Amongst these promises and in exchange for Indigenous title to the land Treaty 6 provided: an annual cash payment of $25 per chief; $15 per headman and $5 for all other band members; a one-time cash payment of what was once $12 and now is $5 for each band member; and reserve lands in the amount of one square mile per family of five. 


Schools were to be established on reserves, Indians were entitled to sharing of the land to the depth of a plow (and no deeper), and were restricted to assigned reserve lands through the pass system where Indians required written permission to travel outside the reserve  to hunt or sell goods.



These payments remind us of the responsibility that the Government of Canada, The Crown and, by proxy, all of the newcomers to this land had and still have to our people. They are meant to be a symbol of peace and friendship. A bond far greater than contractual obligations holds us together as Treaty people.

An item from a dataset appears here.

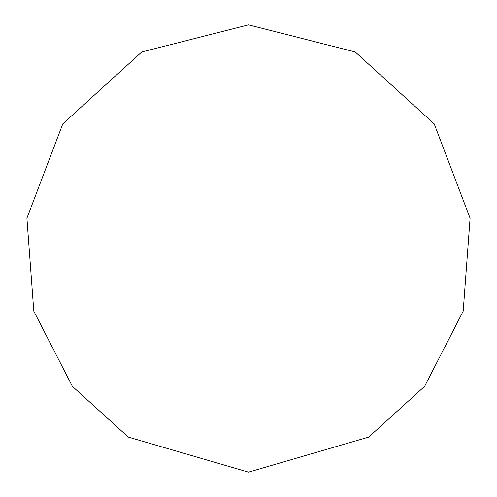 <?xml version="1.0" encoding="UTF-8"?>
<svg xmlns="http://www.w3.org/2000/svg" width="497" height="497" viewBox="0 0 497 497"><rect width="100%" height="100%" fill="white"/><g stroke="black" fill="none" stroke-linecap="round" stroke-linejoin="round"><path stroke-width="0.75" d="M248.5 472.15L368.737 437.08L424.686 386.256L463.204 311.122L470.094 218.239L434.229 123.908L355.218 51.955L248.5 24.85L141.782 51.955L62.771 123.908L26.906 218.239L33.796 311.122L72.314 386.256L128.263 437.08L248.5 472.15"/></g></svg>
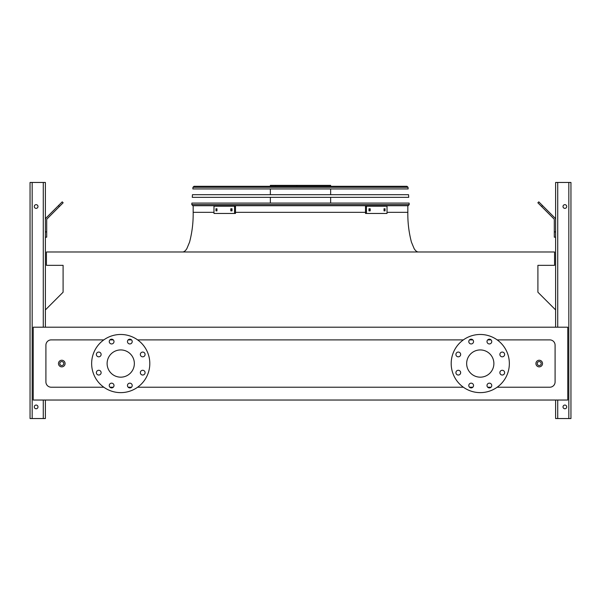 <?xml version="1.0" encoding="UTF-8"?>
<svg xmlns="http://www.w3.org/2000/svg" width="601" height="601" viewBox="0 0 601 601"><rect width="100%" height="100%" fill="white"/><g stroke="black" fill="none" stroke-linecap="round" stroke-linejoin="round"><path stroke-width="0.9" d="M497.177 387.217L549.802 387.217A5.289 5.289 0 0 0 555.091 381.928L555.091 345.177A5.289 5.289 0 0 0 549.802 339.888L497.177 339.888M491.062 339.888L487.689 339.888M472.852 339.888L469.479 339.888M463.363 339.888L137.637 339.888M131.521 339.888L128.148 339.888M113.311 339.888L109.938 339.888M103.823 339.888L51.198 339.888A5.289 5.289 0 0 0 45.909 345.177L45.909 381.928A5.289 5.289 0 0 0 51.198 387.217L103.823 387.217M109.938 387.217L113.311 387.217M128.148 387.217L131.521 387.217M137.637 387.217L463.363 387.217M469.479 387.217L472.852 387.217M487.689 387.217L491.062 387.217M33.22 400.033L567.78 400.033L567.78 327.199L33.22 327.199L33.22 400.033M555.617 309.921L537.903 292.214L537.903 265.334L554.558 265.334L554.558 251.992L46.442 251.992L46.442 265.334L63.097 265.334L63.097 292.214L45.383 309.921M480.274 349.94A13.613 13.613 0 0 1 492.061 370.359A13.613 13.613 0 0 1 468.479 370.359A13.613 13.613 0 0 1 480.274 349.94M460.667 354.447A2.381 2.381 0 0 0 457.098 352.389A2.381 2.381 0 0 0 457.098 356.506A2.381 2.381 0 0 0 460.667 354.447M460.667 372.658A2.381 2.381 0 0 0 457.098 370.599A2.381 2.381 0 0 0 457.098 374.716A2.381 2.381 0 0 0 460.667 372.658M473.543 385.534A2.381 2.381 0 0 0 469.974 383.476A2.381 2.381 0 0 0 469.974 387.592A2.381 2.381 0 0 0 473.543 385.534M491.753 385.534A2.381 2.381 0 0 0 488.185 383.476A2.381 2.381 0 0 0 488.185 387.592A2.381 2.381 0 0 0 491.753 385.534M504.63 372.658A2.381 2.381 0 0 0 501.061 370.599A2.381 2.381 0 0 0 501.061 374.716A2.381 2.381 0 0 0 504.63 372.658M504.63 354.447A2.381 2.381 0 0 0 501.061 352.389A2.381 2.381 0 0 0 501.061 356.506A2.381 2.381 0 0 0 504.63 354.447M491.753 341.571A2.381 2.381 0 0 0 488.185 339.512A2.381 2.381 0 0 0 488.185 343.629A2.381 2.381 0 0 0 491.753 341.571M473.543 341.571A2.381 2.381 0 0 0 469.974 339.512A2.381 2.381 0 0 0 469.974 343.629A2.381 2.381 0 0 0 473.543 341.571M480.274 334.472A29.081 29.081 0 0 1 505.456 378.089A29.081 29.081 0 0 1 455.085 378.089A29.081 29.081 0 0 1 480.274 334.472M107.113 363.552A13.613 13.613 0 0 1 127.54 351.758A13.613 13.613 0 0 1 127.54 375.34A13.613 13.613 0 0 1 107.113 363.552M101.126 354.447A2.381 2.381 0 0 0 97.557 352.389A2.381 2.381 0 0 0 97.557 356.506A2.381 2.381 0 0 0 101.126 354.447M101.126 372.658A2.381 2.381 0 0 0 97.557 370.599A2.381 2.381 0 0 0 97.557 374.716A2.381 2.381 0 0 0 101.126 372.658M114.002 385.534A2.381 2.381 0 0 0 110.434 383.476A2.381 2.381 0 0 0 110.434 387.592A2.381 2.381 0 0 0 114.002 385.534M132.212 385.534A2.381 2.381 0 0 0 128.644 383.476A2.381 2.381 0 0 0 128.644 387.592A2.381 2.381 0 0 0 132.212 385.534M145.089 372.658A2.381 2.381 0 0 0 141.52 370.599A2.381 2.381 0 0 0 141.52 374.716A2.381 2.381 0 0 0 145.089 372.658M145.089 354.447A2.381 2.381 0 0 0 141.52 352.389A2.381 2.381 0 0 0 141.52 356.506A2.381 2.381 0 0 0 145.089 354.447M132.212 341.571A2.381 2.381 0 0 0 128.644 339.512A2.381 2.381 0 0 0 128.644 343.629A2.381 2.381 0 0 0 132.212 341.571M114.002 341.571A2.381 2.381 0 0 0 110.434 339.512A2.381 2.381 0 0 0 110.434 343.629A2.381 2.381 0 0 0 114.002 341.571M91.645 363.552A29.081 29.081 0 0 1 135.27 338.371A29.081 29.081 0 0 1 135.27 388.734A29.081 29.081 0 0 1 91.645 363.552M65.081 363.552A3.306 3.306 0 0 1 60.123 366.415A3.306 3.306 0 0 1 60.123 360.69A3.306 3.306 0 0 1 65.081 363.552A3.306 3.306 0 0 1 60.123 366.415A3.306 3.306 0 0 1 60.123 360.69A3.306 3.306 0 0 1 65.081 363.552M542.53 363.552A3.306 3.306 0 0 1 537.572 366.415A3.306 3.306 0 0 1 537.572 360.69A3.306 3.306 0 0 1 542.53 363.552A3.306 3.306 0 0 1 537.572 366.415A3.306 3.306 0 0 1 537.572 360.69A3.306 3.306 0 0 1 542.53 363.552M32.169 418.544L32.169 182.456L30.05 182.456L30.05 418.544L45.383 418.544L45.383 400.033M45.383 327.199L45.383 182.456L32.169 182.456M34.28 206.519A1.848 1.848 0 0 0 37.059 208.119A1.848 1.848 0 0 0 37.059 204.911A1.848 1.848 0 0 0 34.28 206.519M34.28 406.907A1.848 1.848 0 0 0 37.059 408.515A1.848 1.848 0 0 0 37.059 405.307A1.848 1.848 0 0 0 34.28 406.907M45.383 231.896L46.705 231.896L46.705 237.185L45.383 237.185M46.705 231.896L46.705 219.771A1.322 1.322 0 0 1 47.096 218.839L59.401 206.526L58.47 205.595L46.157 217.9A2.644 2.644 0 0 0 45.383 219.771M58.47 205.595L62.211 201.853L63.143 202.785L59.401 206.526M555.617 327.199L555.617 182.456L570.95 182.456L570.95 418.544L555.617 418.544L555.617 400.033M566.72 406.907A1.848 1.848 0 0 0 563.941 405.307A1.848 1.848 0 0 0 563.941 408.515A1.848 1.848 0 0 0 566.72 406.907M566.72 206.519A1.848 1.848 0 0 0 563.941 204.911A1.848 1.848 0 0 0 563.941 208.119A1.848 1.848 0 0 0 566.72 206.519M555.617 237.185L554.295 237.185L554.295 231.896L555.617 231.896M555.617 219.771A2.644 2.644 0 0 0 554.843 217.9L542.53 205.595L541.599 206.526L553.904 218.839A1.322 1.322 0 0 1 554.295 219.771L554.295 231.896M541.599 206.526L537.857 202.785L538.789 201.853L542.53 205.595M553.904 218.839A1.322 1.322 0 0 1 554.295 219.771M46.705 219.771A1.322 1.322 0 0 1 47.096 218.839M53.046 211.011L46.157 217.9M191.787 204.595L191.892 203.078L409.108 203.078L409.213 204.595L408.154 205.722L192.846 205.722L191.787 204.595L409.213 204.595M270.36 186.295L270.36 185.363L330.64 185.363L330.64 186.295M296.894 185.363L296.894 186.295M275.476 185.363L275.476 186.295M230.807 208.765L232.031 208.765L232.031 210.876L230.807 210.876L230.807 208.765M215.954 208.765L216.969 208.765L216.969 210.876L215.954 210.876L215.954 208.765M234.548 206.188L213.986 206.188L213.986 213.453L235.487 213.453L235.487 206.188L234.548 206.188L234.548 213.453M231.746 208.765L231.746 210.876M216.901 208.765L216.901 210.876M384.031 208.765L385.046 208.765L385.046 210.876L384.031 210.876L384.031 208.765M368.969 208.765L370.193 208.765L370.193 210.876L368.969 210.876L368.969 208.765M366.452 213.453L387.014 213.453L387.014 206.188L366.452 206.188L366.452 213.453L365.513 213.453L365.513 206.188L366.452 206.188M384.099 210.876L384.099 208.765M369.254 210.876L369.254 208.765M408.718 197.331L192.282 197.331L192.463 194.686L408.537 194.686L408.718 197.331M408.034 187.279L408.147 188.932L192.853 188.932L192.966 187.279L194.025 186.295L406.975 186.295L408.034 187.279L192.966 187.279M194.619 186.295L205.858 186.295M235.487 212.333L365.513 212.333M387.014 212.333L407.831 212.333C407.673 222.453 408.875 232.399 411.445 242.165L414.127 248.596C415.509 250.842 416.936 251.977 418.409 251.992M329.731 212.333L271.269 212.333M193.169 205.722L193.169 212.333L213.986 212.333M541.208 363.552A1.983 1.983 0 0 0 538.233 361.832A1.983 1.983 0 0 0 538.233 365.273A1.983 1.983 0 0 0 541.208 363.552M63.759 363.552A1.983 1.983 0 0 0 60.784 361.832A1.983 1.983 0 0 0 60.784 365.273A1.983 1.983 0 0 0 63.759 363.552M43.272 418.544L43.272 400.033M43.272 327.199L43.272 182.456M568.831 418.544L568.831 182.456M557.728 418.544L557.728 400.033M557.728 327.199L557.728 182.456M407.831 205.722L407.831 212.333M193.169 212.333C193.327 222.453 192.125 232.399 189.555 242.165L186.873 248.596C185.491 250.842 184.064 251.977 182.591 251.992M330.64 203.078L330.64 197.331M330.64 194.686L330.64 188.932M270.36 203.078L270.36 197.331M270.36 194.686L270.36 188.932"/></g></svg>

You see, we are all Treaty People.

 

 By Mallory and Kham Yawnghwe

 

Additional resource:

https://nwac.ca/assets-knowledge-centre/The-Indian-Act-Said-WHAT-infographic.pdf

Notes:

Written in 1886, the Indian Act was implemented in 1876 between Indians and person (“person means any individual other than an Indian,”).


The term Indian is used as indicated in the treaty.

 

7 comments

I love it when you folks send out or post these pieces. They are always super informative and their value is immeasurable. This is what kids should be learning in school.
Sidenote: BC has implemented a requirement for graduation, starting next year, called “First Peoples Studies” (I think). My daughter will begin gr 12 in September, so I’m very hopeful there will be meaningful and authentic content, not just fluffy rhetoric.
Anyhow, thank you for sharing…it is appreciated.

Rebecca

I welcome more if these educational messages in my inbox. Thank you

Alicia Ponciano

Thank you for your teaching and sharing true information. As a grandmother it’s nice to see my grandchildren having opportunities to learn true history. I hope our older generation also takes opportunities to learn and gain some understanding of the truth and work towards reconciliation.

Carol

Thank you very much for that explanation.

JB

Thankyou for educating us on this as it was not properly taught in our (white) school
This is important for us to learn from the past to ensure we all grow together for a better future
full of understanding and healing

Shelley

Thank you. Learning indigenous history from indigenous teachers is not widely available.

Tammy Wildemann

Thank you. Learning indigenous history from indigenous teachers is not widely available.